In the records below, pick out all lines containing the word "Yuval".

[Provided entries]
┄┄┄┄┄┄┄┄┄┄┄┄┄┄┄┄┄┄┄┄

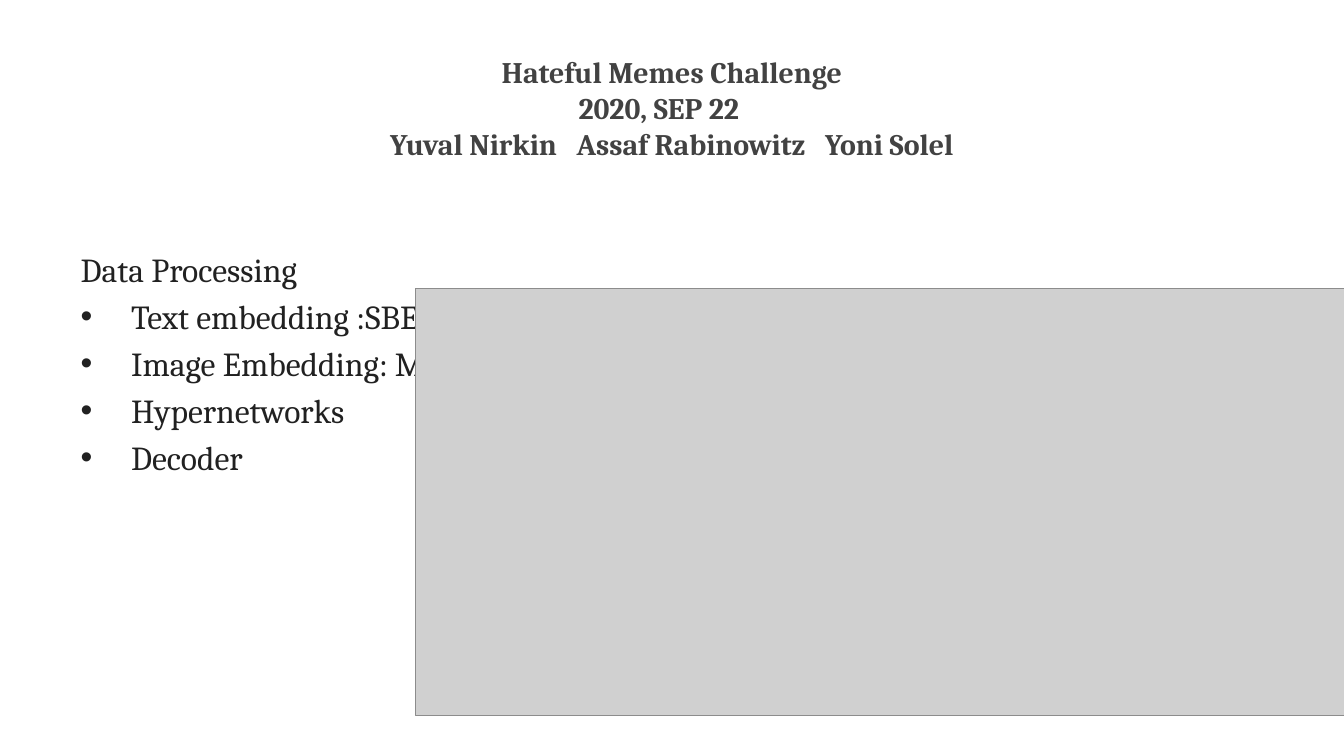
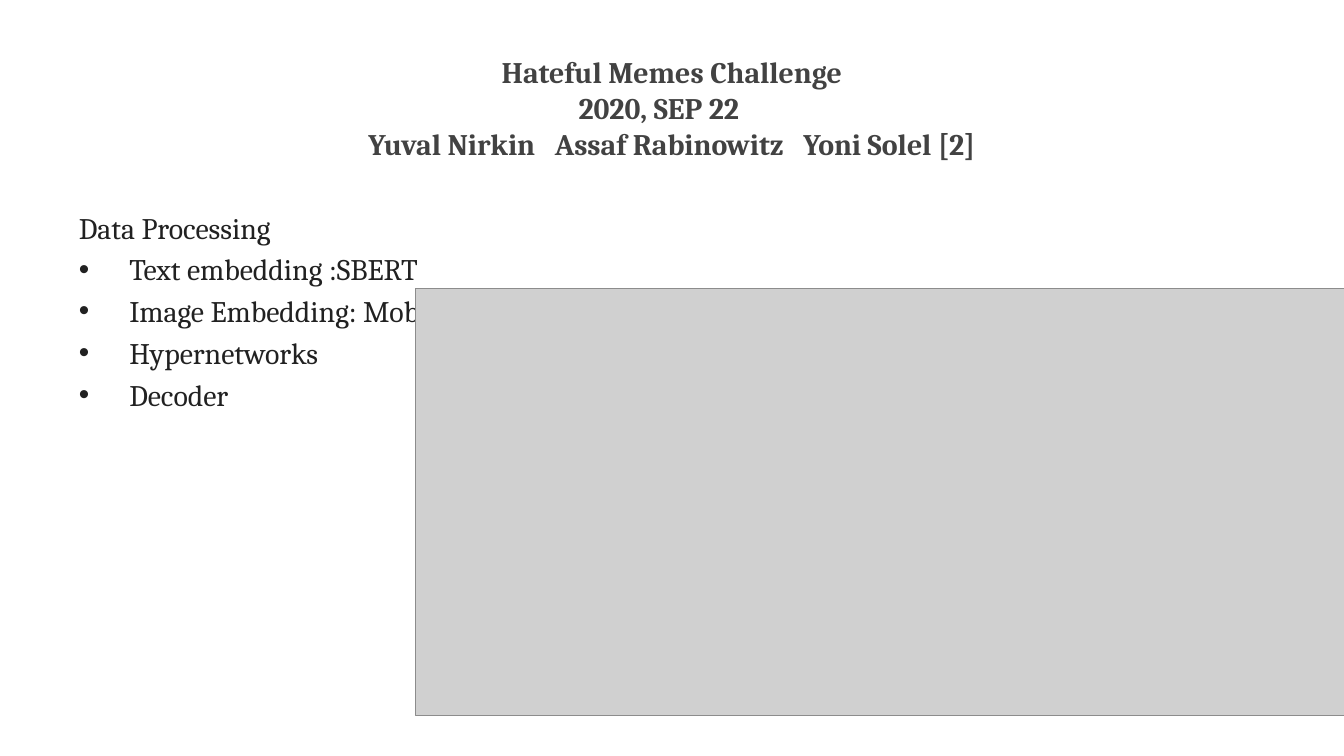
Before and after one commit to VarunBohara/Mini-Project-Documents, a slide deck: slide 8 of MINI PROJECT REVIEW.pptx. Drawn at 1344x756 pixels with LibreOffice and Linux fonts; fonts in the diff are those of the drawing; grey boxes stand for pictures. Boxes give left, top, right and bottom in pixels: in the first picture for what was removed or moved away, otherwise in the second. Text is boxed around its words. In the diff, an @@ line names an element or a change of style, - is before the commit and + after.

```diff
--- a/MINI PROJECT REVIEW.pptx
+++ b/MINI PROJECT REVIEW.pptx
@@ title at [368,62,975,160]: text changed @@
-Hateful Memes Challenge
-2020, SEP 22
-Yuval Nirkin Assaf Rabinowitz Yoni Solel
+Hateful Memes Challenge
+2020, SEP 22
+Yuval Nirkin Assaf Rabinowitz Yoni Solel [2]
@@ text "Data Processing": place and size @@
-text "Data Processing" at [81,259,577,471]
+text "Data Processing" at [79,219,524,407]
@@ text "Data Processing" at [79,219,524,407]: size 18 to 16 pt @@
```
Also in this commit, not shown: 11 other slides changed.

┄┄┄┄┄┄┄┄┄┄┄┄┄┄┄┄┄┄┄┄

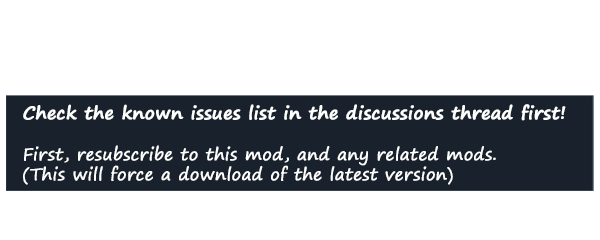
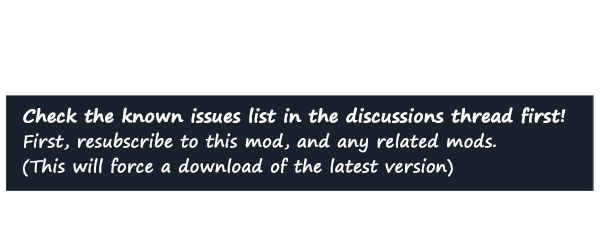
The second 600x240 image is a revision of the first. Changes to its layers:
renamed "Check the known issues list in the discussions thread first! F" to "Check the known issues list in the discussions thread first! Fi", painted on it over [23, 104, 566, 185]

┄┄┄┄┄┄┄┄┄┄┄┄┄┄┄┄┄┄┄┄

[Answer box]
-Yuval Nirkin Assaf Rabinowitz Yoni Solel
+Yuval Nirkin Assaf Rabinowitz Yoni Solel [2]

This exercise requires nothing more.